Qui inspire qui : Retail ou Pharmacie ?

September 26, 2017

Les papiers ne manquent pas sur le sujet et le très bon article de David Paitraud (Le Quotidien du pharmacien n°3374 25/09/2017) confirme ces regards croisés entre retail et officine.

Conseil, qualité, merchandising, expérience clients sont issus des champs sémantiques dans lesquels piochent désormais toutes les filières commerçantes. Mais derrière ces mots se cachent des réalités qui parfois ne sont pas exploitées jusqu’au bout et les effets en deviennent contre-productif.

Prenons l’exemple du merchandising : dans son acception la plus étendue,  le mot s’est vu diminué des 2/3 de son sens initial. Lorsqu’on interroge les pharmaciens ou autres commerçants sur sa signification, c’est très souvent la partie visible de cette brique du marketing du point de vente qui est citée, à savoir tout ce qui relève du merchandising de séduction (cf. Les 3 piliers du merchandising). Il ne suffit pas de faire du beau pour que cela soit efficace !

 

Pour rendre ses lettres de noblesse au merchandising, il faut donc considérer tout ce qu’englobe le terme :

  • l’optimisation de l’assortiment : il dépend avant tout du positionnement que l’officine choisit de tenir pour répondre aux attentes de sa clientèle. Il n’existe de facto aucun assortiment type car chaque pharmacie est unique.  En opérant des choix stratégiques éclairés par les conseils avisés de category manager, chaque officine peut affirmer et défendre sa singularité.

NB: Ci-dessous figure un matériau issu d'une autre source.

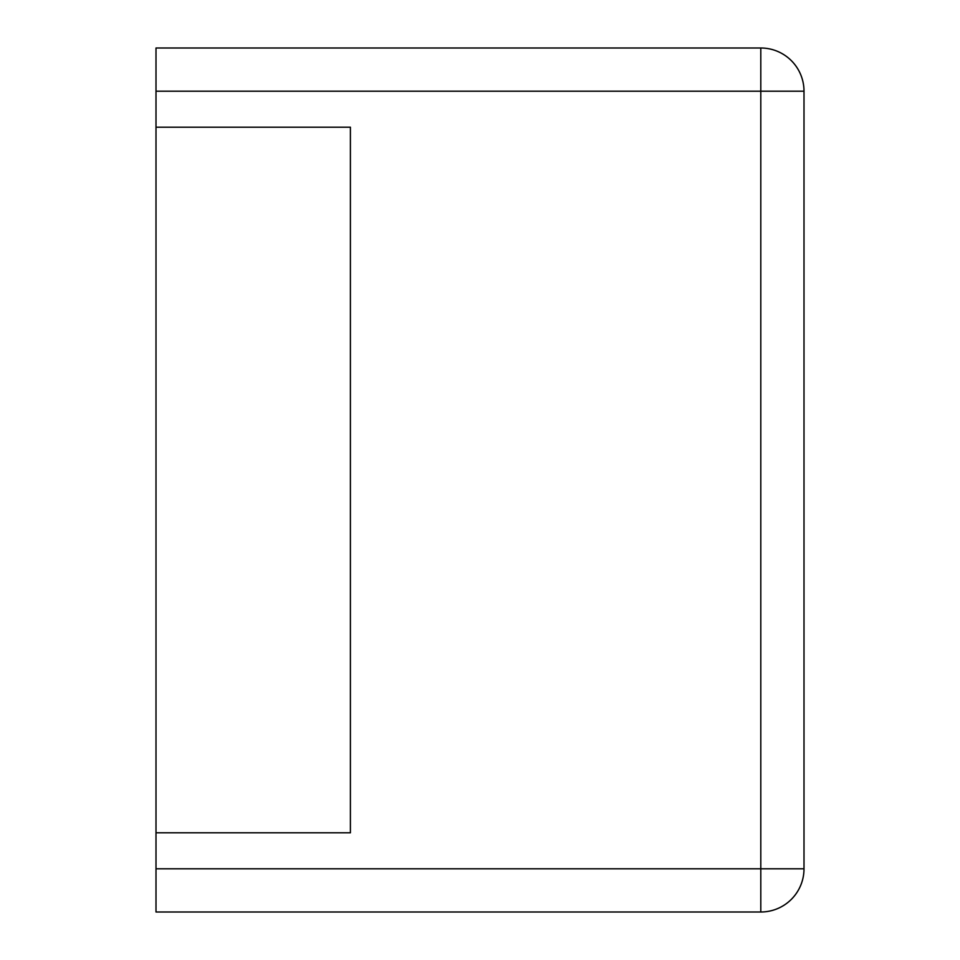 <?xml version="1.0" encoding="UTF-8"?>
<svg xmlns="http://www.w3.org/2000/svg" width="960" height="960" viewBox="0 0 960 960"><rect width="100%" height="100%" fill="white"/><g stroke="black" fill="none" stroke-linecap="round" stroke-linejoin="round"><path stroke-width="1.44" d="M156 91.2L156 48L760.8 48A43.2 43.2 0 0 1 804 91.2L804 868.8A43.2 43.2 0 0 1 760.8 912L760.8 48A43.2 43.2 0 0 1 804 91.2L156 91.2L156 912L760.8 912A43.2 43.2 0 0 0 804 868.8L156 868.8M156 832.8L350.4 832.8L350.4 127.2L156 127.2"/></g></svg>
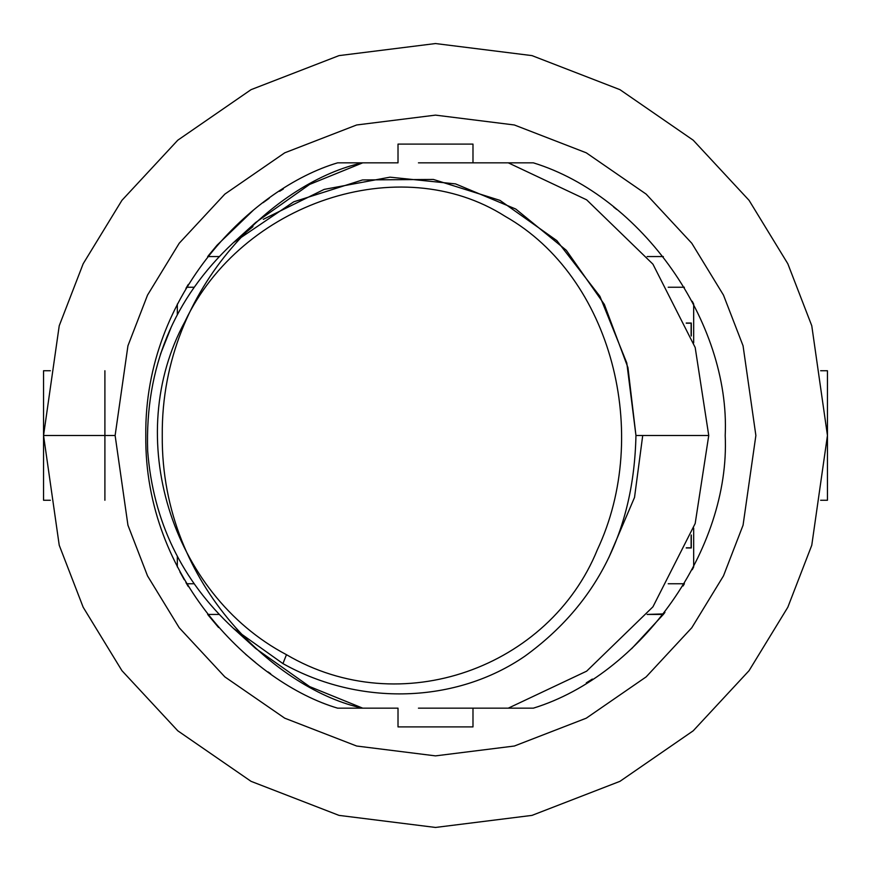 <?xml version="1.0" encoding="UTF-8"?>
<svg xmlns="http://www.w3.org/2000/svg" width="871" height="871" viewBox="0 0 871 871"><rect width="100%" height="100%" fill="white"/><g stroke="black" fill="none" stroke-linecap="round" stroke-linejoin="round"><path stroke-width="1.31" d="M691.117 547.805L686.294 547.805L691.117 547.805L691.117 535.458L691.117 547.805M691.117 323.195L686.294 323.195L691.117 323.195L691.117 335.542L691.117 323.195M725.205 435.5C730.399 322.324 641.666 196.193 533.39 162.844C641.666 196.193 730.399 322.324 725.205 435.5C730.399 548.676 641.666 674.807 533.39 708.156L472.986 708.156L472.986 726.904L398.014 726.904L398.014 708.156L337.61 708.156C253.515 683.289 144.172 578.192 145.795 435.5C144.172 292.808 253.515 187.711 337.61 162.844L398.014 162.844L398.014 144.096L472.986 144.096L472.986 162.844L533.39 162.844L472.986 162.844L472.986 144.096L398.014 144.096L398.014 162.844L337.61 162.844C253.515 187.711 144.172 292.808 145.795 435.5C144.172 578.192 253.515 683.289 337.61 708.156L398.014 708.156L398.014 726.904L472.986 726.904L472.986 708.156L533.39 708.156C641.666 674.807 730.399 548.676 725.205 435.5M692.227 301.279L693.675 304.077L692.238 301.279M186.612 287.245L185.937 288.366L186.612 287.245L194.113 287.245L186.612 287.245L188.299 284.436M177.325 566.923L177.325 556.275L177.325 566.923M179.894 571.855L184.26 579.738L179.894 571.855M188.299 586.564L186.612 583.755L194.102 583.755L186.612 583.755L185.937 582.623L186.655 583.831M683.681 584.931L684.399 583.755L668.209 583.755L684.388 583.755L683.038 586.009M692.227 569.732L693.675 566.923L692.227 569.732M691.291 323.032L691.291 336.01L691.291 323.032L686.217 323.032L691.291 323.032M691.291 534.99L691.291 547.968L686.217 547.968L691.291 547.968L691.291 534.99M663.343 256.564L647.142 256.564L663.343 256.564M219.144 256.564L207.657 256.564L219.144 256.564M668.209 287.245L684.388 287.245L668.209 287.245M693.675 304.077L693.675 342.847L693.675 304.077M693.675 528.153L693.675 566.923L693.675 528.153M207.657 614.436L219.154 614.436L207.657 614.436M663.756 613.903L647.142 614.436L663.343 614.436L664.943 612.367M177.325 314.725L177.325 304.077L177.325 314.725M115.124 435.5L127.939 525.202L147.526 575.894L179.197 627.73L224.838 676.876L284.73 718.183L356.642 746.022L435.5 755.876L514.358 746.022L586.27 718.183L646.162 676.876L691.803 627.73L723.474 575.894L743.061 525.202L755.876 435.5L743.061 345.798L723.474 295.106L691.803 243.27L646.162 194.124L586.27 152.817L514.358 124.978L435.5 115.124L356.642 124.978L284.73 152.817L224.838 194.124L179.197 243.27L147.526 295.106L127.939 345.798L115.124 435.5L127.939 345.798L147.526 295.106L179.197 243.27L224.838 194.124L284.73 152.817L356.642 124.978L435.5 115.124L514.358 124.978L586.27 152.817L646.162 194.124L691.803 243.27L723.474 295.106L743.061 345.798L755.876 435.5L743.061 525.202L723.474 575.894L691.803 627.73L646.162 676.876L586.27 718.183L514.358 746.022L435.5 755.876L356.642 746.022L284.73 718.183L224.838 676.876L179.197 627.73L147.526 575.894L127.939 525.202L115.124 435.5L43.55 435.5L59.228 325.754L83.181 263.75L121.94 200.33L177.782 140.198L251.055 89.659L339.015 55.613L435.5 43.55L531.985 55.613L619.945 89.659L693.218 140.198L749.06 200.33L787.82 263.75L811.772 325.754L827.45 435.5L811.772 545.246L787.82 607.25L749.06 670.67L693.218 730.802L619.945 781.341L531.985 815.387L435.5 827.45L339.015 815.387L251.055 781.341L177.782 730.802L121.94 670.67L83.181 607.25L59.228 545.246L43.55 435.5L59.228 545.246L83.181 607.25L121.94 670.67L177.782 730.802L251.055 781.341L339.015 815.387L435.5 827.45L531.985 815.387L619.945 781.341L693.218 730.802L749.06 670.67L787.82 607.25L811.772 545.246L827.45 435.5L811.772 325.754L787.82 263.75L749.06 200.33L693.218 140.198L619.945 89.659L531.985 55.613L435.5 43.55L339.015 55.613L251.055 89.659L177.782 140.198L121.94 200.33L83.181 263.75L59.228 325.754L43.55 435.5L115.124 435.5M104.901 370.741L104.901 500.259L104.901 370.741M827.45 370.741L827.45 500.259L827.45 370.741L820.634 370.741L827.45 370.741M820.634 500.259L827.45 500.259L820.634 500.259M43.55 500.259L43.55 370.741L43.55 500.259L50.366 500.259L43.55 500.259M50.366 370.741L43.55 370.741L50.366 370.741M616.744 209.497L613.674 207.069M283.347 188.963L279.613 191.315M269.183 198.294L263.096 202.682M253.178 210.368L217.195 245.056M216.977 245.295L208.256 255.813M586.303 682.864L592.345 679.064M631.671 648.677L663.343 614.436M208.18 615.089L218.577 627.512M245.437 654.143L255.606 662.581M268.039 671.9L270.652 673.729M508.305 162.844L586.64 199.829L652.934 264.174L695.178 347.475L708.744 435.5L695.178 523.525L652.934 606.826L586.64 671.171L508.305 708.156L586.64 671.171L652.934 606.826L695.178 523.525L708.744 435.5L695.178 347.475L652.934 264.174L586.64 199.829L508.305 162.844M263.282 219.34L324.143 189.399L389.958 177.172L455.555 183.901L515.763 209.04L566.302 250.282L604.343 304.415L627.947 367.595L635.95 435.5C633.946 530.319 596.983 603.843 525.061 656.059C456.273 703.539 359.69 706.642 282.944 663.604L233.384 628.329L255.682 648.503L309.608 686.577L362.695 708.156C280.625 690.943 161.004 587.86 162.256 435.5C161.004 283.14 280.625 180.057 362.695 162.844L309.608 184.423L255.682 222.497L233.384 242.671L252.938 226.634M160.438 354.247L171.489 326.483M635.95 435.5L708.744 435.5L635.95 435.5L626.804 363L599.901 296.303L556.852 240.625L499.976 200.374L433.41 179.448L362.532 179.938L293.767 201.8L233.363 242.693C173.514 298.546 144.945 367.976 147.667 450.993C153.133 521.304 181.701 580.424 233.384 628.318L282.944 663.604C359.69 706.642 456.273 703.539 525.061 656.059C596.983 603.843 633.946 530.319 635.95 435.5M472.986 162.844L418.45 162.844M418.45 708.156L472.986 708.156M286.461 654.676C400.823 721.95 549.514 667.611 597.375 549.688C651.573 434.498 612.324 277.109 505.245 216.389C399.669 149.093 241.332 203.204 185.077 321.312C122.299 436.175 170.585 593.706 286.461 654.676C170.585 593.706 122.299 436.175 185.077 321.312C241.332 203.204 399.669 149.093 505.245 216.389C612.324 277.109 651.573 434.498 597.375 549.688C549.514 667.611 400.823 721.95 286.461 654.676L282.944 663.604L286.461 654.676M642.722 435.5L634.524 497.428L608.785 557.69"/></g></svg>

  • l’optimisation de l’allocation d’espace par produit et marques : l’implantation des linéaires ne relève pas d’une approche approximative.  En analysant les ventes sur les 12 mois écoulés et en confrontant ces résultats aux choix d’assortiment ainsi qu’aux tendances marché on constate que l’optimisation de la rentabilité linéaire ne se fait pas au « doigt mouillé ». Certaines enseignes GMS l’ont compris très rapidement et se sont d’ailleurs approprié les outils qui ont été développés pour la pharmacie (mapping du point de vente)

  • l’aménagement du point de vente et de la circulation : ce terrain de jeu efficacement occupé par les agenceur doit toutefois considérer une suite thématique logique sur le parcours du clients depuis l’extérieur de l’officine jusqu’au comptoir. Il est donc nécessaire de prendre en compte les données d’optimisation d’allocation de l’espace pré-citées.

  • la mise en valeur et la mise en avant des produits : étroitement liées aux réflexions préalables, ces présentations relèvent d’une démarche active et ne sont possibles que si elles sont animées en connaissance de cause par l’ensemble des équipes officinales. La formation professionnelle est un levier qui permet la montée en compétence l’appropriation et l’autonomie en la matière.

  • la communication sur le lieu de vente : elle doit être résolument tournée vers son audience. Elle doit aussi refléter en toute cohérence l’image  souhaitée par l’officine. Il faut penser client !

 

La pharmacie n’est pas en reste en matière de développement et d’optimisation merchandising, mais elle reste encore timide et tarde à s’affirmer dans ce domaine. Elle représente un laboratoire d’idées dans lequel le retail, plus réactif, pioche et s’empare des codes pour se les approprier.